RAG Cost Optimization
Vector DB Pricing - The Real Numbers
The gap between pricing page estimates and actual bills averages 2.5-4×:
| Database | 1M Vectors | 10M Vectors | 100M Vectors |
|---|---|---|---|
| Pinecone | $70-$150/mo | $800-$2,500 | $15,000-$28,000 |
| Weaviate Cloud | $180-$320 | $900-$1,600 | $6,000-$12,000 |
| Qdrant Cloud | $150-$280 | $750-$1,400 | $5,500-$10,000 |
| pgvector (RDS) | $120-$200 | $600-$1,200 | $4,000-$8,000 |
| Qdrant self-hosted | $90-$160 | $450-$850 | $2,800-$5,500 |
Fine-Tuning ROI
The distillation pattern is 2026's dominant approach: use a frontier model as "teacher" to generate synthetic training data, then fine-tune a cheap model as "student." Result: 10× cheaper inference with near-frontier quality on your domain.
| When It Saves Money | When It Wastes Money |
|---|---|
| High-volume, narrow-domain (>100K req/month) | Low volume (<10K req/month) |
| Need consistent output format prompting can't achieve | Rapidly changing requirements |
| Can replace $3-$15/MTok model with $0.10-$0.40 | General-purpose tasks where frontier models excel |
| ROI: $5K fine-tuning → saves $2K/month → 2.5 month payback | When RAG can provide the domain knowledge instead |
The Complete Cost Optimization Playbook
🏃 Quick Wins (Week 1 - 30-50% savings)
- Audit current spend - know your cost per query, per feature, per user
- Switch simple tasks to cheap models - GPT-4.1 nano ($0.10) or Gemini Flash-Lite ($0.10)
- Enable prompt caching - Anthropic (90% on hits) and OpenAI (50%) support it natively
- Use Batch API for non-real-time workloads - instant 50% discount
📈 Medium-Term (Weeks 2-4 - additional 20-40%)

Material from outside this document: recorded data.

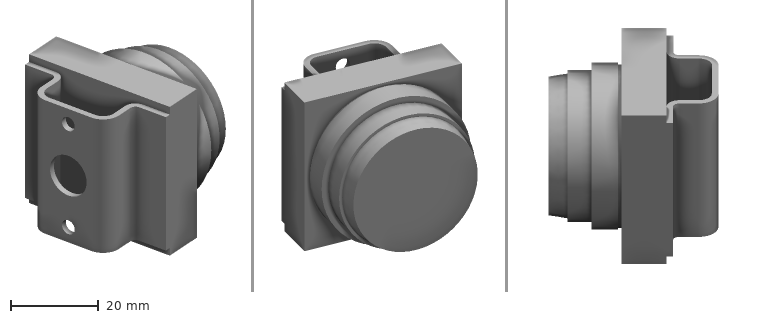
import cadquery as cq

block_width = 40.0
block_height = 39.0
block_depth = 10.25

bracket_height = 35.0
sheet = 1.5
hat_width = 22.0
hat_depth = 11.8
inner_bend = 1.5
outer_bend = inner_bend + sheet
corner_inner = 3.0
corner_outer = corner_inner + sheet

center_hole_diameter = 10.4
screw_hole_diameter = 3.6
screw_hole_offset = 13.5

neck_diameter = 37.2
neck_length = 0.8
collar_diameter = 38.0
collar_length = 6.0
barrel_diameter = 34.55
barrel_length = 5.45
tip_base_diameter = 32.95
tip_end_diameter = 31.6
tip_length = 4.3


def make_block():
    return cq.Workplane("XY").box(
        block_width, block_depth, block_height, centered=(True, False, True)
    )


def hat_area(half_width, depth, foot_bend, corner, top):
    """Prism of a hat outline below Y = top, with rounded feet and corners."""
    profile = (
        cq.Workplane("XY")
        .moveTo(-half_width - foot_bend, top)
        .radiusArc((-half_width, top - foot_bend), foot_bend)
        .lineTo(-half_width, corner - depth)
        .radiusArc((corner - half_width, -depth), -corner)
        .lineTo(half_width - corner, -depth)
        .radiusArc((half_width, corner - depth), -corner)
        .lineTo(half_width, top - foot_bend)
        .radiusArc((half_width + foot_bend, top), foot_bend)
        .close()
    )
    return profile.extrude(bracket_height / 2, both=True)


def make_bracket():
    half_width = hat_width / 2
    flanges = cq.Workplane("XY").box(
        block_width, sheet, bracket_height, centered=(True, False, True)
    ).translate((0, -sheet, 0))
    outside = hat_area(half_width, hat_depth, inner_bend, corner_outer, -sheet)
    inside = hat_area(half_width - sheet, hat_depth - sheet, outer_bend, corner_inner, 0)
    bracket = flanges.union(outside).cut(inside)

    web_holes = (
        cq.Workplane("XZ")
        .circle(center_hole_diameter / 2)
        .pushPoints([(0, -screw_hole_offset), (0, screw_hole_offset)])
        .circle(screw_hole_diameter / 2)
        .extrude(hat_depth)
    )
    return bracket.cut(web_holes)


def make_head():
    """Stepped head with a tapered tip, revolved about the Y axis."""
    neck_end = block_depth + neck_length
    collar_end = neck_end + collar_length
    barrel_end = collar_end + barrel_length
    tip_end = barrel_end + tip_length
    outline = [
        (0, block_depth),
        (neck_diameter / 2, block_depth),
        (neck_diameter / 2, neck_end),
        (collar_diameter / 2, neck_end),
        (collar_diameter / 2, collar_end),
        (barrel_diameter / 2, collar_end),
        (barrel_diameter / 2, barrel_end),
        (tip_base_diameter / 2, barrel_end),
        (tip_end_diameter / 2, tip_end),
        (0, tip_end),
    ]
    return cq.Workplane("XY").polyline(outline).close().revolve(360, (0, 0, 0), (0, 1, 0))


result = make_block().union(make_bracket()).union(make_head())

- Implement model routing - send 70%+ of queries to cheap models
- Add semantic caching - eliminates 30%+ of redundant API calls
- Compress prompts - structured formats, strip verbose instructions
- Right-size vector DB - reduce replication, clean unused indexes
🎯 Strategic (Months 2-6 - additional 20-50%)
- Fine-tune/distill for high-volume narrow tasks
- Self-host if >50M tokens/day sustained
- Quantize self-hosted models (4-bit AWQ for GPU, GGUF for CPU)
- Switch to open-source embeddings for high-volume RAG
The Bottom Line
A disciplined team applying these techniques can realistically cut AI production costs by 70-90% while maintaining equivalent output quality. The biggest lever is model selection (cheap models for easy tasks), followed by caching, then batching. Self-hosting and fine-tuning deliver the largest absolute savings at scale. And run a quarterly model audit - prices drop ~10× per year for equivalent quality.